Environment variables #

Variable Default Description
GITHUB_APP_ID GitHub App numeric ID. Required.
GITHUB_APP_INSTALLATION_ID Installation ID for the target org/user. Required.
MCP_HTTP_PORT 8090 Port the MCP HTTP server listens on.
VALKEY_HOST / VALKEY_PORT / VALKEY_PASSWORD valkey / 6379 / — Valkey connection. Password required.
OTEL_EXPORTER_OTLP_ENDPOINT http://otel-collector:4318 OTLP HTTP endpoint for traces and metrics.
OTEL_SERVICE_NAME amtp-github-mcp Service name attributed in Tempo / Grafana.

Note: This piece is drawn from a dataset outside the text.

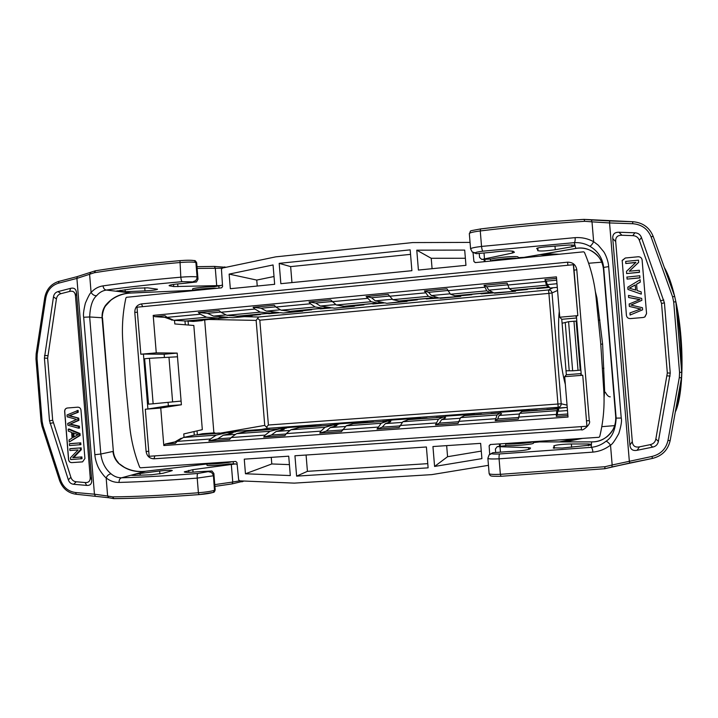 <?xml version="1.0" encoding="UTF-8"?>
<svg xmlns="http://www.w3.org/2000/svg" width="718" height="718" viewBox="0 0 718 718"><rect width="100%" height="100%" fill="white"/><g stroke="black" fill="none" stroke-linecap="round" stroke-linejoin="round"><path stroke-width="1.08" d="M559.268 311.253C557.177 330.011 560.175 366.288 565.317 384.309M596.12 297.952L596.936 297.916L595.357 291.571M604.062 397.763L604.619 390.628L602.608 344.066L596.936 297.916M208.283 319.447L256.146 320.399L258.615 317.024L548.498 289.964C550.491 290 551.666 290.996 552.025 292.953L548.911 293.384L548.498 289.964L553.084 287.738M493.553 292.702L480.468 293.545L492.943 292.379L491.552 291.634L489.972 292.477L486.75 290.817L484.04 285.297L507.079 283.098L509.331 288.69L546.407 285.199L544.935 279.49L546.227 281.16L547.269 284.642L549.243 287.092L536.508 288.295L549.53 287.451M514.259 290.377L526.886 289.112M536.84 288.609L549.503 287.424L549.997 288.035L557.294 287.344L549.997 288.035M546.407 285.199L547.915 287.038L511.898 290.413L509.331 288.69M548.588 286.276L547.915 287.038M481.087 293.841L515.542 291.257L514.707 290.691L526.895 289.192M491.552 291.634L488.761 290.153L486.777 286.805L484.04 285.297M471.035 294.353L458.497 295.529M515.587 290.628L515.542 291.257L494.54 293.222M527.515 289.058L527.326 289.534M193.313 321.431L186.779 321.036M174.51 320.354L174.806 323.953L193.824 325.469L202.323 429.66L183.772 433.932L184.05 437.334M148.734 451.245L146.122 451.55C146.948 456.19 149.577 458.605 154.011 458.793L581.454 429.696C582.029 431.473 591.632 424.194 589.29 420.73L576.778 269.735L574.05 270.201L573.556 264.7L137.003 307.214L140.827 354.216L143.429 354.091L147.899 408.964L145.305 409.242L149.147 456.28L586.929 426.241L582.747 375.209L581.302 375.29L576.383 315.866L577.819 315.696L573.341 264.718M576.509 317.347L575.656 315.821L577.775 315.633M140.827 354.216L156.255 352.861L153.203 315.381L556.423 276.861L559.771 317.221L575.656 315.821L576.473 316.997M582.72 375.263L580.593 375.433L581.239 374.446M566.026 370.775L572.65 370.802L568.584 321.691L562.095 323.253L566.358 374.742L564.689 376.663L580.593 375.433L581.203 374.096M580.844 369.77L580.234 370.165L576.168 321.099L576.859 321.673M580.557 366.306L580.054 366.351L576.626 324.958L577.128 324.922M586.938 426.241L582.747 375.209M574.05 270.201L577.819 315.696M576.796 269.735C575.836 264.718 572.767 262.205 567.579 262.187L141.401 303.929C137.048 304.836 134.84 307.654 134.787 312.366L137.416 312.249M146.113 451.55L134.787 312.366M564.689 376.663L568.028 417.05L163.803 445.537L160.751 408.039L145.305 409.242M147.899 408.964L148.59 408.874M143.429 354.091L144.632 354.073M562.095 323.253L561.763 319.295L559.771 317.221M568.584 321.691L573.96 321.224L578.035 370.38L580.234 370.165M576.168 321.099L573.96 321.224M578.035 370.38L572.65 370.802M566.358 374.742L581.167 373.584M473.036 252.592L473.925 261.514L475.262 262.6L583.554 251.821L584.416 252.323C590.582 266.764 594.468 281.824 596.075 297.512L600.742 343.743L603.757 390.125C604.753 405.876 603.398 421.385 599.692 436.661L598.929 437.298L490.277 444.523L489.137 445.815L489.694 454.306M488.455 465.327L431.76 474.625L294.245 483.124L239.758 480.863L238.654 479.777L236.958 462.536L235.737 461.45L140.441 467.795L139.705 467.301C134.419 453.866 131.071 439.954 129.644 425.577L125.497 383.188L122.733 340.691C121.818 326.277 122.877 312.016 125.919 297.898L126.556 297.297L221.548 287.846L222.58 286.572L221.458 269.313L222.374 268.056L275.721 256.856L412.662 242.576L470.057 242.406M428.116 467.849L296.615 476.133L294.945 455.768L426.402 446.982L428.116 467.849M410.175 249.864L411.89 270.695L280.855 283.691L279.185 263.353L410.175 249.864M434.587 466.449L432.945 446.542L480.638 443.356L481.904 458.623L434.587 466.449L447.574 456.711L446.659 445.627M244.264 459.152L288.726 456.181L290.314 475.567L245.457 473.772L244.264 459.152M465.955 265.337L418.414 270.049L416.772 250.169L464.699 250.088L465.955 265.337M229.132 274.105L273.064 264.951L274.653 284.31L230.325 288.708L229.132 274.105L256.757 280.074L274.016 276.52M604.619 390.628L603.793 390.727M217.007 288.295C210.895 287.828 192.603 289.498 192.738 290.494L192.532 290.727M173.55 284.427L173.729 286.563L220.911 285.558L214.224 286.688C206.138 286.626 191.679 288.205 192.612 289.049L192.729 290.503M173.729 286.563L169.08 285.683C169.681 284.84 174.573 284.086 183.736 283.404L196.49 281.959L182.175 281.68C181.537 281.241 181.08 279.742 180.81 277.184L179.967 260.652C186.366 260.14 190.961 260.113 193.752 260.571M147.711 287.846L136.384 288.205L116.433 291.122L125.282 291.723L144.991 290.88C152.503 290.458 156.677 289.91 157.529 289.219L147.711 287.846M179.85 260.661C146.93 263.614 118.847 266.988 95.593 270.776L94.336 272.732C117.869 268.927 146.292 265.534 179.617 262.546C187.183 261.944 192.603 261.908 195.888 262.429L197.064 276.924C197.037 279.455 195.843 280.971 193.483 281.465M58.508 283.179L58.912 281.348C51.113 283.807 46.383 289.273 44.722 297.737L36.142 353.884L35.972 358.874L37.049 358.749L37.21 354.198L45.799 297.97C47.307 290.305 51.543 285.378 58.508 283.179L76.907 278.404L94.336 272.732M90.773 272.49L89.615 274.42L91.087 292.495C94.444 288.771 98.429 286.563 103.051 285.872C103.428 288.358 104.505 289.749 106.273 290.054C127.992 287.021 153.293 284.22 182.175 281.68M96.607 295.699C92.451 299.271 90.145 306.362 89.669 316.97L83.692 317.257C83.082 315.067 83.638 310.373 85.37 303.167C88.215 296.561 90.118 293.007 91.087 292.495C92.631 294.766 94.471 295.834 96.607 295.699C99.263 292.549 102.486 290.664 106.273 290.054L131.206 293.007C120.606 293.303 112.035 297.44 105.492 305.41C102.943 309.135 101.812 313.245 102.1 317.742L102.459 315.444C102.225 315.66 103.221 308.776 105.636 305.841L110.832 300.223C116.828 295.744 123.595 293.339 131.134 293.025L192.406 290.359M131.206 293.007L192.541 290.368M222.463 284.866L220.911 285.558M169.915 285.154L169.987 286.015M196.669 262.815L196.023 262.465L197.208 276.951L198.006 279.176L196.49 281.959M83.692 317.257L94.857 454.7C95.072 459.278 97.28 465.695 98.806 468.351C99.793 470.523 104.478 476.94 106.156 477.901C107.314 475.415 108.957 474.068 111.093 473.862C105.384 469.132 101.965 462.518 100.807 454.027L112.968 451.442C113.417 455.921 115.203 459.807 118.317 463.074C126.063 469.913 135.199 472.632 145.718 471.232L206.64 464.043M232.192 461.692C227.732 463.065 206.802 464.752 206.874 463.729L206.99 465.201C206.201 466.099 220.722 465.273 228.71 463.945L235.486 463.927L192.846 469.653L184.266 471.914C184.993 472.579 189.938 472.498 199.092 471.672L211.918 470.99L197.827 473.476C168.901 475.702 143.474 477.138 121.539 477.802C117.707 477.838 114.225 476.519 111.093 473.862M235.486 463.927L237.137 464.358M170.669 471.098L172.302 470.532C171.36 470.039 167.15 470.2 159.665 470.999L135.128 474.131L131.412 475.244L133.889 475.442L151.579 474.751L162.824 473.306L170.669 471.098M211.918 470.99L213.856 473.449L213.434 475.747L214.619 490.259L215.203 489.829M145.718 471.232L121.539 477.802C119.843 478.368 119.008 479.911 119.035 482.433C114.359 482.523 110.069 481.015 106.156 477.901L107.628 496.012L94.444 494.199L95.261 495.941M112.555 496.883C136.393 496.65 165.014 495.276 198.401 492.763L199.003 494.612C165.939 497.098 137.587 498.445 113.938 498.642L112.555 496.883L107.628 496.012L108.768 497.736L113.767 498.633M113.938 498.642L114.117 498.615C137.685 498.427 165.957 497.089 198.949 494.603M91.707 479.92C91.958 483.815 90.262 485.646 86.645 485.413L73.667 484.273C71.037 483.995 69.251 482.505 68.327 479.812L49.506 420.838L44.417 358.12L53.482 296.884C53.958 294.075 55.474 292.316 58.032 291.598L70.633 288.349C74.169 287.514 76.126 289.04 76.521 292.926L91.707 479.92L90.181 477.057C90.45 480.97 88.763 482.801 85.128 482.541L76.225 481.769C73.595 481.482 71.818 480.001 70.894 477.308L52.674 420.227L47.639 358.21L56.417 298.939C56.893 296.139 58.4 294.38 60.958 293.671L69.61 291.445C73.155 290.584 75.112 292.109 75.48 296.013L90.181 477.057M185.109 471.475L185.172 472.264M71.872 462.607L82.606 461.853L84.921 458.488L80.99 410.166C80.658 408.228 79.572 407.232 77.75 407.178L67.25 408.012C65.517 408.389 64.647 409.538 64.638 411.45L68.551 459.619C68.883 461.557 69.96 462.554 71.773 462.625L71.872 462.607C70.059 462.536 68.982 461.53 68.641 459.601L64.737 411.441C64.746 409.547 65.598 408.407 67.304 408.012M82.193 461.916L71.773 462.625M79.393 426.223L79.545 428.045L78.594 428.197L67.86 425.209L67.716 423.458L76.611 419.429L67.178 416.817L67.025 414.968L78.109 410.391L78.262 412.258L69.52 415.614L78.738 418.154L78.917 420.344L70.202 424.06L79.393 426.223L78.442 426.366L78.594 428.197M79.985 433.51L69.143 429.014L68.183 429.167L79.034 433.663L79.985 433.51L80.147 435.467L69.224 442.019L69.054 439.946L72.078 438.115L71.612 432.371L68.336 431.096L68.183 429.167M70.328 443.598L80.748 442.853L80.892 444.666L69.511 445.591L69.368 443.778L70.328 443.598M70.732 448.597L81.152 447.852L81.305 449.719L73.703 457.501L81.888 456.935L82.032 458.676L70.651 459.601L70.499 457.734L78.109 449.944L69.915 450.518L69.772 448.777L70.732 448.597M77.158 410.508L77.311 412.374L78.262 412.258M77.311 412.374L69.52 415.614M68.551 415.74L71.495 416.081M70.535 416.207L78.738 418.154M77.786 418.28L77.966 420.479L78.917 420.344M77.966 420.479L70.202 424.06M69.242 424.203L72.527 424.571M71.567 424.715L78.442 426.366M79.034 433.663L79.195 435.629L80.147 435.467M79.195 435.629L69.224 442.019M78.02 434.686L72.778 432.81L73.155 437.468L78.02 434.695M73.783 433.214L74.08 436.921M69.368 443.778L80.748 442.853M79.797 443.024L79.94 444.846M69.772 448.777L81.152 447.852M80.201 448.032L80.353 449.908L81.305 449.719M80.353 449.908L72.751 457.698L73.703 457.501M72.751 457.698L81.888 456.935M80.946 457.133L81.08 458.874M600.769 344.218L602.608 344.066M517.624 258.381C514.178 257.466 491.642 259.719 490.681 261.065M518.073 257.071L518.037 256.981C517.777 255.77 496.721 257.376 491.686 258.983L481.796 259.476L479.579 257.448M481.796 259.476L512.455 253.023L514.384 252.314L513.567 251.372C510.274 250.573 502.896 250.887 491.435 252.314L476.348 253.669L475.388 252.924C475.199 252.404 477.73 251.821 482.981 251.165L574.256 242.648C579.776 242.334 584.946 243.519 589.738 246.202C597.906 251.013 602.546 258.085 603.659 267.428L603.515 269.591C603.003 264.682 601.388 260.454 598.659 256.918C591.964 249.568 584.264 246.75 575.576 248.464L524.544 257.259M523.916 257.367L518.127 257.654M537.719 250.483L537.629 250.645C540.214 251.327 546.093 251.004 555.274 249.693L571.977 246.786L574.876 245.915L574.705 245.179L568.952 245.035L545.572 246.857C540.187 247.378 537.217 247.916 536.669 248.473L537.962 249.9L537.719 250.483M537.306 248.105L537.369 248.94M476.348 253.669L472.489 252.171M598.776 257.071L598.713 257.008C597.466 255.177 595.375 253.31 592.44 251.408C587.1 248.428 581.571 247.441 575.872 248.446L574.256 242.648C574.992 242.056 575.289 240.377 575.145 237.64C581.697 237.209 587.862 238.555 593.651 241.688L592 221.844L609.555 222.939L609.672 220.947L632.746 221.727L584.129 219.385M584.757 221.297L592 221.844L591.381 219.932L583.967 219.385C549.665 221.539 515.219 224.725 480.62 228.943L480.566 228.934C515.192 224.716 549.683 221.521 584.03 219.358L584.757 221.297C550.069 223.495 515.237 226.708 480.261 230.945L481.545 246.427C474.535 247.297 470.882 248.114 470.595 248.877L472.22 251.964L475.388 252.924M612.975 429.588L613.019 429.499C612.095 431.581 610.201 433.896 607.338 436.445C602.644 440.08 597.484 441.884 591.874 441.875L591.605 441.902C600.463 442.1 607.581 437.989 612.975 429.588C615.084 425.621 615.99 421.17 615.676 416.243L603.515 269.591C603.003 264.655 601.406 260.454 598.713 257.008L598.659 256.918M652.007 456.451L652.411 458.434C662.032 456.029 667.946 450.105 670.145 440.655L681.445 377.892L681.723 372.22L679.551 372.445L679.309 377.56L667.991 440.412C666.017 448.929 660.686 454.279 652.007 456.451L612.167 464.986L610.515 445.115C608.577 442.593 607.042 441.337 605.92 441.337C601.621 444.765 596.721 446.767 591.21 447.35L591.605 441.902L539.748 441.929M605.92 441.337C612.122 437.504 615.532 429.759 616.152 418.109L615.676 416.243M621.232 418.047L608.667 266.62L603.659 267.428L616.152 418.109L621.232 418.047C622.012 420.47 621.214 425.63 618.835 433.51C614.85 440.717 612.077 444.586 610.515 445.115C605.319 449.145 599.449 451.478 592.915 452.116C592.61 449.387 592.045 447.799 591.21 447.35L499.719 453.947C494.433 454.18 491.839 454.045 491.947 453.552L492.781 452.726L507.895 451.595C519.437 451.084 526.779 450.204 529.902 448.974L530.557 447.996L528.547 447.664L497.242 446.632L507.096 445.537C512.32 446.201 533.366 444.352 533.438 443.221L533.339 441.66M608.667 266.62C608.451 261.576 605.714 254.585 603.739 251.749L598.22 245.143L593.651 241.688C592.153 244.488 590.851 245.996 589.738 246.202M591.461 219.95L609.672 220.956M681.714 372.22L675.862 301.838L674.66 296.283L672.604 296.947L651.073 236.877C647.726 228.818 641.587 224.429 632.684 223.72L609.555 222.939L629.318 461.037L629.758 463.002L652.411 458.434L611.933 466.969M604.637 468.737L605.103 466.7L500.356 474.329L500.993 476.285L604.637 468.737M495.671 452.421L495.393 449.046L497.242 446.632M539.182 441.956L533.411 442.593M553.291 447.852L562.221 448.041L591.264 444.998L591.318 444.307L588.311 443.975L571.357 443.966C562.086 444.218 556.226 444.855 553.775 445.869L554.251 446.39L553.309 448.095M553.856 448.211L553.793 447.44M604.789 468.719L611.862 466.996L612.167 464.986L605.103 466.7M612.768 238.591C612.499 234.283 614.563 232.165 618.979 232.237L634.874 232.794C638.122 232.964 640.312 234.535 641.434 237.496L664.41 302.816L670.253 373.118L658.379 441.39C657.76 444.505 655.857 446.408 652.68 447.117L637.081 450.294C632.737 451.092 630.341 449.342 629.901 445.043L612.768 238.591L615.703 241.589C615.407 237.263 617.471 235.154 621.905 235.253L632.809 235.639C636.049 235.809 638.23 237.38 639.352 240.333L661.547 303.499L667.327 372.938L655.857 438.958C655.238 442.064 653.344 443.966 650.176 444.666L639.478 446.856C635.116 447.682 632.72 445.932 632.307 441.615L615.703 241.589M625.333 258.004L638.149 256.757L625.333 258.004L622.192 260.401L626.419 315.355C626.814 317.5 628.133 318.577 630.368 318.604L643.193 317.491L644.755 316.997L646.568 313.595L644.97 316.862M638.14 256.775C640.384 256.766 641.704 257.843 642.107 259.988L646.559 313.604L642.116 259.97C641.712 257.825 640.393 256.748 638.149 256.757M622.093 260.724L625.333 258.022M630.978 305.078L641.856 300.348L630.871 305.06L642.466 307.735L642.637 309.799L630.063 315.049L629.955 312.913L640.671 309.045M639.98 299.559L628.609 297.512L628.501 295.385L641.695 298.401L641.856 300.348M628.609 297.512L639.72 299.639M638.32 308.489L629.354 306.442L629.147 304.019L639.98 299.568M629.354 306.442L640.564 309.027M627.936 289.444L641.237 294.12L627.936 289.444L627.819 287.155L640.142 279.715L640.25 282.147L636.588 284.238M639.891 277.902L627.083 279.105L626.913 277.094L639.81 275.739L639.891 277.902M638.688 262.241L629.264 271.216L639.352 270.255L639.433 272.346L626.626 273.567L626.509 271.341L635.915 262.366L625.791 263.515L625.683 261.406L638.517 260.167L638.607 262.411L629.372 271.207M635.717 262.555L625.791 263.515M642.637 309.799L630.063 315.049M630.126 314.978L629.955 312.913M640.761 308.973L638.239 308.578M629.417 306.362L629.21 303.929M628.672 297.414L628.501 295.385M640.33 282.012L636.588 284.157L637.117 290.539L641.147 291.858L641.327 294.003M627.999 289.327L627.819 287.155M629.255 288.16L635.681 290.081L635.25 284.911L629.255 288.151M635.592 290.054L635.25 284.911M629.399 288.178L635.179 285.037M639.98 277.758L627.083 279.105M627.137 278.961L626.976 276.951M639.514 272.194L626.626 273.567M626.679 273.414L626.509 271.341M625.845 263.344L625.683 261.406M489.353 454.638L492.781 452.726M505.813 445.681L505.643 443.58C505.957 444.882 532.2 443.042 533.241 441.66M427.775 463.649L307.421 471.331L296.615 476.133M307.421 471.331L306.083 455.024M279.185 263.353L290.646 266.611L410.543 254.36M291.957 282.596L290.646 266.611M481.275 451.092L447.574 456.711M245.457 473.772L271.799 463.954L271.26 457.348M289.417 464.618L271.799 463.954M432.083 268.694L431.222 258.283L465.372 258.274M431.222 258.283L416.772 250.169M257.241 286.033L256.757 280.074M160.751 408.039L181.394 404.764L168.353 405.787L147.118 409.098M168.353 405.787L168.075 402.322M144.614 358.803L148.536 404.144L144.614 358.803M164.422 357.528L164.153 354.243L177.184 353.094L156.255 352.861M142.64 354.064L164.153 354.243M177.184 353.094L181.394 404.764M181.205 438.24L174.995 441.884L165.212 444.047L163.803 445.537M172.553 320.129L164.844 317.374L154.828 316.656L165.005 315.687L167.106 317.365L173.801 320.309L186.662 321.045M153.203 315.381L154.828 316.656M177.481 356.792L149.443 358.309L153.14 403.785L181.098 401.075M153.14 403.785L148.536 404.144M144.839 358.713L149.443 358.309M198.339 312.51L207.448 313.326L213.578 316.108L222.903 316.889L218.326 318.074L206.542 317.221L200.304 314.215L198.339 312.51L219.071 310.535L220.947 312.258L226.888 315.301L260.302 312.151L254.836 309.036L253.104 307.295L274.267 305.276L275.9 307.044L281.07 310.194L315.166 306.99L310.499 303.759L309.018 301.964L330.63 299.909L336.365 304.988L371.17 301.713L366.117 296.525L388.196 294.425L392.818 299.666L399.289 301.093M438.68 297.844L425.532 298.706L437.765 297.557L435.664 296.893L433.672 297.862L428.359 296.319L424.446 290.969L446.991 288.824L450.455 294.236L455.158 295.843M544.935 279.49L556.549 278.387M260.302 312.151L270.569 313.165L238.25 316.198M280.37 312.689L267.069 313.569L278.611 312.492L274.536 312.034L270.569 313.165M274.536 312.034L266.414 311.118L261.047 308.237L253.104 307.295M261.047 308.237L275.721 306.846M315.166 306.99L323.073 308.139L290.862 311.262M289.875 311.253L281.07 310.194M332.12 307.834L318.864 308.713L330.63 307.609L327.184 307.089L323.073 308.139M327.184 307.089L320.318 306.039L315.74 303.041L309.018 301.964M315.74 303.041L331.86 301.515M371.17 301.713L377.587 303.023L344.532 306.227M343.716 306.2L336.365 304.988M384.884 302.888L371.673 303.759L383.672 302.628L380.881 302.036L377.587 303.023M380.881 302.036L375.317 300.851L371.574 297.746L366.117 296.525M371.574 297.746L389.192 296.067M435.664 296.893L431.455 295.556L428.565 292.334L424.446 290.969M428.565 292.334L447.763 290.512M486.777 286.805L507.59 284.831M426.438 298.966L460.75 296.381L459.403 295.879L471.044 294.434M416.287 299.496L403.929 300.654M460.875 295.762L460.75 296.381M472.184 294.245L471.816 294.739M417.93 299.343L416.296 299.568M372.857 303.992L384.794 302.87L386.867 303.31L417.391 299.837M364.735 304.333L350.429 305.671M407.232 300.788L407.034 301.416M320.309 308.919L332.021 307.816L334.606 308.201L364.017 304.845M309.979 309.467L297.961 310.598M354.611 305.724L354.378 306.353L334.552 308.201M312.554 309.225L309.988 309.548M268.765 313.748L280.253 312.671L283.278 313.012L311.684 309.754M258.354 314.313L246.507 315.426M302.996 310.562L302.709 311.19M261.37 314.035L258.354 314.385M222.903 316.889L227.579 317.275L216.262 318.343L229.607 317.446M218.2 318.496L229.464 317.437L232.982 317.715M252.359 315.31L252.009 315.938L248.697 315.633L260.338 314.565M211.146 318.747L196.023 320.165M209.97 319.286L193.241 321.44M166.872 317.176L164.844 317.374M207.448 313.326L220.731 312.061M226.888 315.301L238.107 316.216M202.664 319.977L202.225 320.596M546.227 281.16L556.701 280.164M197.459 434.776L202.467 433.726M217.913 433.304L211.182 433.627L214.799 432.828L215.265 433.313M227.552 432.613L194.659 435.054L227.552 432.613L232.399 433.116L223.307 435.225L217.698 438.851L208.83 440.96L210.491 438.994L216.172 435.126L183.359 437.486L177.211 441.355L175.407 443.32L165.212 444.047M226.637 432.748L216.172 435.126M183.359 437.486L194.659 435.054M567.911 415.56L556.262 416.386L556.791 410.687L519.626 413.362L518.315 419.07L495.214 420.703L497.009 414.977L460.624 417.589L458.084 423.324L435.476 424.93L438.474 419.177L402.852 421.735L399.136 427.497L377.013 429.059L381.168 423.288L346.282 425.792L341.436 431.581L319.77 433.116L320.946 431.141L325.03 427.318L290.862 429.768L286.267 433.609L284.938 435.575L263.721 437.074L265.148 435.108L270.049 431.267L236.563 433.663L231.178 437.522L229.607 439.488L208.83 440.96M519.626 413.362L522.112 411.378L558.11 408.784L558.792 409.646L557.751 411.27L557.285 414.735L567.776 413.99M518.513 417.49L497.691 418.971L495.214 420.703M460.624 417.589L464.573 415.605L500.186 412.967L501.631 413.756L499.109 415.471L497.691 418.971M499.925 413.056L497.009 414.977M500.186 412.967L464.573 415.605M458.515 421.744L439.344 423.108L435.476 424.93M402.852 421.735L408.398 419.653L443.437 417.05L445.627 417.786L441.669 419.581L439.344 423.108M443.033 417.158L438.474 419.177M443.437 417.05L408.398 419.653M399.791 425.918L382.209 427.165L377.013 429.059M346.282 425.792L353.355 423.62L387.837 421.062L390.727 421.735L385.413 423.611L382.209 427.165M387.298 421.179L381.168 423.288M387.837 421.062L353.355 423.62M342.298 430.001L326.241 431.141L319.77 433.116M290.862 429.768L299.406 427.506L333.34 424.984L336.913 425.603L330.289 427.56L326.241 431.141M332.676 425.11L325.03 427.318M333.34 424.984L299.406 427.506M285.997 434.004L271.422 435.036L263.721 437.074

The GitHub App private key is mounted as a Docker secret at /run/secrets/github_app_key (source file: ./secrets/github_app_key.pem). See Deployment → Prerequisites.

Docs Service (nginx) #

Static documentation server based on nginx:1.27-alpine. Serves the compiled docs/AMTP_Docs_Website/ directory over HTTP. Host port is parameterized via DOCS_HOST_PORT (default 80). Configuration: infra/nginx/default.conf.

nginx configuration highlights #

Garage S3 (Artifact Storage) #

Garage is an S3-compatible object store provisioned for AMTP test bundle storage. It is a lightweight, self-hosted alternative to AWS S3.

Parameter Value
API port 3900
Object retention 7 days (lifecycle policy on the test-bundle bucket)
API compatibility S3-compatible (AWS SDK v2/v3 compatible)
Usage Storage of generated test bundle archives referenced by artifacts.storage_uri (see migrations/sql/V4__artifacts.sql)

Network & Volumes #

amtp_net
Bridge network. All services communicate by service name (Docker internal DNS). No service is exposed to the host by default except via the override file.
Network pinning. The network name is amtp_net — fixed by COMPOSE_PROJECT_NAME=amtp in .env. Changing the project name changes the network name and breaks all cross-stack service discovery. The observability stack in docker-compose.observability.yml declares amtp_net: external: true and attaches to this exact name. The main stack must be brought up at least once before the observability stack deploys. See Observability → Network Dependency.
amtp_pgdata
Named volume for Postgres data directory (/var/lib/postgresql/data). Persists across container restarts. Must be explicitly removed with docker compose down -v to reset.